Probabilistic fatigue life prediction for bridges using finite element model updating based on structural health monitoring

Abstract

Fatigue is one of the main causes of bridge failures. A bridge is designed to survive for a target period when it is constructed, but its strength degrades over its service life. Thus, it is essential to predict the fatigue life in order to make decisions about effective bridge maintenance and retrofitting. However, this is a very challenging task because fatigue life prediction for a bridge should be based on its current condition and there are various sources of uncertainty such as material properties, anticipated vehicle loads, and environmental conditions. This paper presents a new approach for probabilistic fatigue life prediction for bridges using finite element (FE) model updating based on structural health monitoring data. Recently, various types of structural health monitoring (SHM) systems are being operated to monitor and evaluate long-term structural performance.

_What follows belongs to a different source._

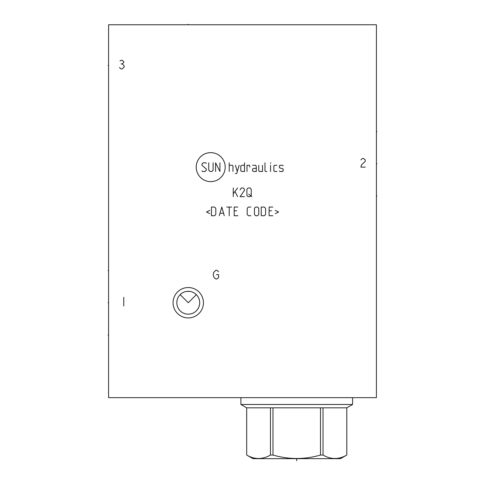 <?xml version="1.0" encoding="UTF-8"?>
<svg xmlns="http://www.w3.org/2000/svg" width="485" height="485" viewBox="0 0 485 485"><rect width="100%" height="100%" fill="white"/><g stroke="black" fill="none" stroke-linecap="round" stroke-linejoin="round"><path stroke-width="0.73" d="M108.585 24.759L108.585 397.651L376.415 397.651L376.415 24.759L108.585 24.759M188.259 317.924A15.187 15.187 0 0 1 173.072 302.731A15.187 15.187 0 0 1 188.259 287.544A15.187 15.187 0 0 1 203.445 302.731A15.187 15.187 0 0 1 188.259 317.924M179.565 295.292L180.165 294.644L188.259 302.731L196.352 294.644L196.958 295.292M197.51 295.989L198.001 296.723M198.432 297.487L198.802 298.281M199.111 299.093L199.535 300.755M199.65 301.603L199.705 302.452M199.693 303.301L199.62 304.156M199.481 304.998L199.28 305.829M199.214 306.053L199.014 306.653M198.686 307.46L198.292 308.242M197.838 308.993L197.328 309.715M196.758 310.4L196.134 311.037M195.467 311.625L194.758 312.158M194.649 312.231L194.012 312.631M193.236 313.043L192.436 313.389M191.623 313.674L190.793 313.892M189.95 314.05L189.108 314.147M187.416 314.147L186.567 314.05M185.731 313.892L184.9 313.674M184.088 313.389L183.288 313.043M182.512 312.631L181.881 312.237M181.766 312.158L181.057 311.625M180.384 311.037L179.765 310.4M179.195 309.715L178.68 308.993M178.225 308.242L177.837 307.46M177.51 306.653L177.304 306.047M177.243 305.829L177.043 304.998M176.904 304.156L176.831 303.301M176.819 302.452L176.873 301.603M176.989 300.755L177.413 299.093M177.716 298.281L178.086 297.487M178.522 296.723L179.013 295.989M189.853 291.4L186.664 291.4M185.87 291.54L185.088 291.74M184.318 291.988L183.56 292.297M183.075 292.534L182.651 292.758M182.117 293.079L181.554 293.461M181.432 293.552L180.778 294.074M195.74 294.074L195.091 293.552M194.406 293.079L193.691 292.661M193.545 292.582L193.012 292.322M192.957 292.297L192.199 291.988M191.429 291.734L190.647 291.54M188.259 314.177A11.446 11.446 0 0 1 176.819 302.731A11.446 11.446 0 0 1 188.259 291.291A11.446 11.446 0 0 1 199.705 302.731A11.446 11.446 0 0 1 188.259 314.177M352.577 404.484L346.799 407.824L246.695 407.824L240.899 404.484L352.577 404.484L352.577 397.651M240.899 404.484L240.899 397.651M346.781 407.824L346.781 455.039C338.863 459.634 330.946 459.634 323.028 455.039L320.494 455.039C304.659 459.634 288.824 459.634 272.988 455.039L270.448 455.039C262.531 459.634 254.613 459.634 246.695 455.039L252.97 458.671L340.512 458.671L346.781 455.039M323.028 407.824L323.028 455.039M246.695 407.824L246.695 455.039L246.677 407.824M270.448 407.824L270.448 455.039M272.988 407.824L272.988 455.039M320.494 407.824L320.494 455.039M376.415 131.556L376.924 131.556L376.415 131.556M376.415 195.934L376.924 195.934L376.415 195.934M376.415 163.772L376.924 163.772M188.259 24.759L188.259 24.25L188.259 24.759M218.583 271.745L216.953 270.297L215.867 270.297L213.697 272.467L213.157 274.637L213.697 276.808L214.782 278.257L215.867 278.978L216.953 278.978L218.583 277.529L218.583 274.637L216.413 274.637M123.772 297.311L123.772 305.986M119.431 67.518L121.056 68.961L122.141 68.961L124.312 66.791L123.772 65.348L122.141 63.899L123.772 62.456L123.772 61.728L122.141 60.285L121.056 60.285L119.971 61.007M121.056 63.899L122.141 63.899M365.241 167.137L360.907 167.137L361.446 164.967L365.241 161.347L365.241 159.904L363.617 158.456L362.531 158.456L360.907 159.904M225.198 167.137A14.495 14.495 0 0 0 210.702 152.642A14.495 14.495 0 0 0 196.213 167.137A14.495 14.495 0 0 0 210.702 181.626A14.495 14.495 0 0 0 225.198 167.137M206.289 163.415L205.67 162.796L203.191 162.796L201.954 164.039L201.954 165.276L206.289 168.998L206.289 170.235L205.052 171.478L202.572 171.478L201.954 170.853M213.109 162.796L213.109 170.235L211.872 171.478L210.011 171.478L208.768 170.235L208.768 162.796M215.589 171.478L215.589 162.796L219.929 171.478L219.929 162.796M229.229 171.478L229.229 162.796M232.945 171.478L232.945 165.894L232.327 165.276L229.229 165.276M235.425 173.539L236.668 173.539L239.147 165.276M235.425 165.276L237.286 171.478M244.519 165.276L242.039 165.276L240.796 165.894L240.796 170.853L242.039 171.478L244.519 171.478L244.519 162.796M249.89 167.137L249.478 165.276L246.998 165.276L246.998 171.478M256.292 168.374L253.813 168.374L252.576 168.998L252.576 170.853L253.813 171.478L256.292 171.478L256.292 166.519L255.674 165.276L252.576 165.276M258.772 165.276L258.772 170.853L259.396 171.478L262.494 171.478L262.494 165.276M264.974 162.796L264.974 170.853L265.592 171.478L266.835 171.478M270.551 171.478L270.551 165.276M270.551 163.415L270.757 162.796L270.551 163.415M276.959 165.276L274.48 165.276L273.855 165.894L273.855 170.853L274.48 171.478L276.959 171.478M279.439 170.853L280.057 171.478L282.537 171.478L283.155 170.853L283.155 168.998L279.439 167.755L279.439 165.894L280.057 165.276L282.537 165.276L283.155 165.894M233.255 196.643L233.255 187.962M233.255 193.751L237.595 187.962M235.116 191.684L237.595 196.643M240.075 189.823L241.312 187.962L243.173 187.962L244.416 189.205L244.416 190.441L240.075 196.643L244.416 196.643M246.895 195.4L248.132 196.643L249.993 196.643L251.23 195.4L251.23 189.205L249.993 187.962L248.132 187.962L246.895 189.205L246.895 195.4M248.75 194.164L251.854 196.643M209.805 210.363L206.501 212.018L209.805 213.667M211.46 215.734L214.558 215.734L215.795 214.491L215.795 208.295L214.558 207.059L211.46 207.059L211.46 215.734M224.27 215.734L221.79 207.059L219.311 215.734M220.135 213.254L223.439 213.254M229.229 215.734L229.229 207.059M226.75 207.059L231.709 207.059M237.905 207.059L234.188 207.059L234.188 215.734L237.905 215.734M236.668 210.775L234.188 210.775M250.921 207.059L248.441 207.059L247.204 208.295L247.204 214.491L248.441 215.734L250.921 215.734M254.437 214.491L255.674 215.734L257.535 215.734L258.772 214.491L258.772 208.295L257.535 207.059L255.674 207.059L254.437 208.295L254.437 214.491M261.251 215.734L264.355 215.734L265.592 214.491L265.592 208.295L264.355 207.059L261.251 207.059L261.251 215.734M272.825 207.059L269.108 207.059L269.108 215.734L272.825 215.734M271.588 210.775L269.108 210.775M275.304 213.667L278.608 212.018L275.304 210.363M108.076 65.439L108.585 65.439L108.076 65.439M108.076 270.515L108.585 270.515L108.076 270.515M108.076 334.953L108.585 334.953L108.076 334.953M108.076 302.731L108.585 302.731M296.741 460.75L296.741 458.671M346.799 407.824L346.799 455.039"/></g></svg>

As one example, SHM data can be applied to estimate the degradation of an in-service bridge, which makes it possible to update the initial FE model. With this technique, the proposed method is three-fold: (1) identifying the modal parameters of a bridge such as mode shapes and natural frequencies based on the ambient vibration under general passing vehicles; (2) updating the structural parameters of an initial FE model using the identified modal parameters; and (3) predicting the probabilistic fatigue life by employing the updated FE model. To demonstrate the proposed method, it is applied to a numerical bridge example, and the impact of the FE model updating to bridge fatigue life is discussed.